# NO / Liver



## workouttt (Aug 13, 2007)

Any truth to Nitric Oxide being hard on the Liver, such as using the No-Xplode product?


----------



## workouttt (Aug 13, 2007)

additionally, is is really necessary to cycle off after 12 weeks?


----------



## vortrit (Aug 13, 2007)

I've never heard of it causing liver damage, but someone else may know better.

I personally think it's a good idea to cycle off it in 12 weeks. If I buy a jug of it, which is rare, I take it until it's gone and then I'm done for awhile.


----------



## quark (Aug 14, 2007)

My experience with NO Explode is that your body tends to build up a tolerance to it. Worked great for 5 or 6 weeks but after that the benefits tapered off. Also it gave me the shits.


----------



## nni (Aug 14, 2007)

no xplode is caffeine an NO precursor and a dash of creatine, it wont be hard on your liver, but you shouldnt stay on it for two long for a couple of reasons.

one you will build a caffeine tolerance, two NO also produces free radicals and its not smart to continue use without breaks for long term.


----------



## soxmuscle (Aug 14, 2007)

nni said:


> one you will build a caffeine tolerance, two NO also produces free radicals and its not smart to continue use without breaks for long term.



What are free radicals?


----------



## tucker01 (Aug 14, 2007)

Antioxidants and Free radicals


----------



## soxmuscle (Aug 14, 2007)

Thanks, shit stain!


----------



## workouttt (Aug 14, 2007)

nni said:


> no xplode is caffeine an NO precursor and a dash of creatine, it wont be hard on your liver, but you shouldnt stay on it for two long for a couple of reasons.
> 
> one you will build a caffeine tolerance, two NO also produces free radicals and its not smart to continue use without breaks for long term.

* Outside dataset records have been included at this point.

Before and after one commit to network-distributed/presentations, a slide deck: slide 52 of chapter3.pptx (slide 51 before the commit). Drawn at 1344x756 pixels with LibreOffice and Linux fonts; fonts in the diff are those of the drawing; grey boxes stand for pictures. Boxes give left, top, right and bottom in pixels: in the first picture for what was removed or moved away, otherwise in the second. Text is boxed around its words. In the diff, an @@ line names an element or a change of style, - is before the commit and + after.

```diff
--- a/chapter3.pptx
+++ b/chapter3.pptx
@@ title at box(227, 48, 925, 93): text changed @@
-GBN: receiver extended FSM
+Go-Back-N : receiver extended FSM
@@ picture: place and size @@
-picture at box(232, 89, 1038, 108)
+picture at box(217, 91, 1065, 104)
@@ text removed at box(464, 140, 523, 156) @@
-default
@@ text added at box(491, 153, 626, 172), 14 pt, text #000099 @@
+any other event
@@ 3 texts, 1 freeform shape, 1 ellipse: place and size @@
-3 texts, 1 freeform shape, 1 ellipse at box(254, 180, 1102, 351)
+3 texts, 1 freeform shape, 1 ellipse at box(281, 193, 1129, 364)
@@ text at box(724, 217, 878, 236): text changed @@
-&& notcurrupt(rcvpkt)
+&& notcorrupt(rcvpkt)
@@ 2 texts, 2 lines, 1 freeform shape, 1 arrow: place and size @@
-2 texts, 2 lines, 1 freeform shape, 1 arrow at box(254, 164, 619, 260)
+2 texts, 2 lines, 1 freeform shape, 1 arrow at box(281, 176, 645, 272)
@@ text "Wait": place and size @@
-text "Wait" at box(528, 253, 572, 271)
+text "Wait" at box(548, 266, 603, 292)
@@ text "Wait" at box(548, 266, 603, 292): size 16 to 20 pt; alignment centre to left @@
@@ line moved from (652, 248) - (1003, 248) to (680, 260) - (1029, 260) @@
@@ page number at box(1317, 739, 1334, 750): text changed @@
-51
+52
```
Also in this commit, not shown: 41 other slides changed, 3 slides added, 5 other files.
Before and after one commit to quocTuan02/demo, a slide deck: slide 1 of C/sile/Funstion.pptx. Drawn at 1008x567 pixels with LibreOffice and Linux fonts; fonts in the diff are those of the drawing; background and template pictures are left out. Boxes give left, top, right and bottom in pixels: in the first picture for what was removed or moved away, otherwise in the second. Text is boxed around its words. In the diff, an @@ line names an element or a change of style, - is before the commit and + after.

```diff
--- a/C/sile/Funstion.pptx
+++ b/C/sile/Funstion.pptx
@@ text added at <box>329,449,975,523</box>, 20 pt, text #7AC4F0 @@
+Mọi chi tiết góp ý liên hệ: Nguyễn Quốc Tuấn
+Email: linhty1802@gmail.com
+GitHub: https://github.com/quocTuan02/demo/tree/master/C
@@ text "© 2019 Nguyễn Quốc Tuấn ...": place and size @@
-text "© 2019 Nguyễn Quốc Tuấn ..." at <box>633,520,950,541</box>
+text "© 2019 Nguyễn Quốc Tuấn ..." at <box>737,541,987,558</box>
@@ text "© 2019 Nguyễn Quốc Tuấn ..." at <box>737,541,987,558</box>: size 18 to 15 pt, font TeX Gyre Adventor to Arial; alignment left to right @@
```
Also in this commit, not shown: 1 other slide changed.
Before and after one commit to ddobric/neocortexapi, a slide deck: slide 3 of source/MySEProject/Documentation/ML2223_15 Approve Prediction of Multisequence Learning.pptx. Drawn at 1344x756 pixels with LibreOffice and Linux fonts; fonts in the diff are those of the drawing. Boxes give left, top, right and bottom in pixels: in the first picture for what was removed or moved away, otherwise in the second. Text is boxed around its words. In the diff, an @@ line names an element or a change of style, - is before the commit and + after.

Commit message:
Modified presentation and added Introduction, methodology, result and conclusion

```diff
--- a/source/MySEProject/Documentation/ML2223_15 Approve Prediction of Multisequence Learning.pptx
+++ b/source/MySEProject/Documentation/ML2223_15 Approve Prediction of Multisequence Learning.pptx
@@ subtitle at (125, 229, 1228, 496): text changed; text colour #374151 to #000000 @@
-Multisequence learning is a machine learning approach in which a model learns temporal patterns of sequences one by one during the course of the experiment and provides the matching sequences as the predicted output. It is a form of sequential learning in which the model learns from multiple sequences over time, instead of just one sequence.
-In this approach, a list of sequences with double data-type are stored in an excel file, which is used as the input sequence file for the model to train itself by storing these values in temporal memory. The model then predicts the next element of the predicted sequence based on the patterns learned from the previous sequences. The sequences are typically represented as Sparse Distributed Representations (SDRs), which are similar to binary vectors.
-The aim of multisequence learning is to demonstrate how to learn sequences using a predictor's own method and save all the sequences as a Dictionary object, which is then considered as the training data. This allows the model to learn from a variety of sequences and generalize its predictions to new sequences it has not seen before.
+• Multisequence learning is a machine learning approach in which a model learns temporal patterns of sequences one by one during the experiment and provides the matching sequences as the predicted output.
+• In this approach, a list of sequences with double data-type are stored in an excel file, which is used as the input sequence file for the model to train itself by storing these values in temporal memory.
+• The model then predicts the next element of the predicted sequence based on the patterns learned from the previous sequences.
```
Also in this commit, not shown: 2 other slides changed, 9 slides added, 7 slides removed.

free radicals? omg, any sources or information to back that up... because don't free radicals lead to cancer?

Additionally, what it be find to still consumer alcohol once a week while on no-xplode?


----------



## nni (Aug 15, 2007)

workouttt said:


> free radicals? omg, any sources or information to back that up... because don't free radicals lead to cancer?
> 
> Additionally, what it be find to still consumer alcohol once a week while on no-xplode?



there is a wealth of information about arginine and free radicals. and no free radicals do not cause cancer. free radicals for the most part really aren't that bad, but it is still not something you want to encourage on a long term basis. lots of good NO products contain an anti-oxidant with this purpose in mind.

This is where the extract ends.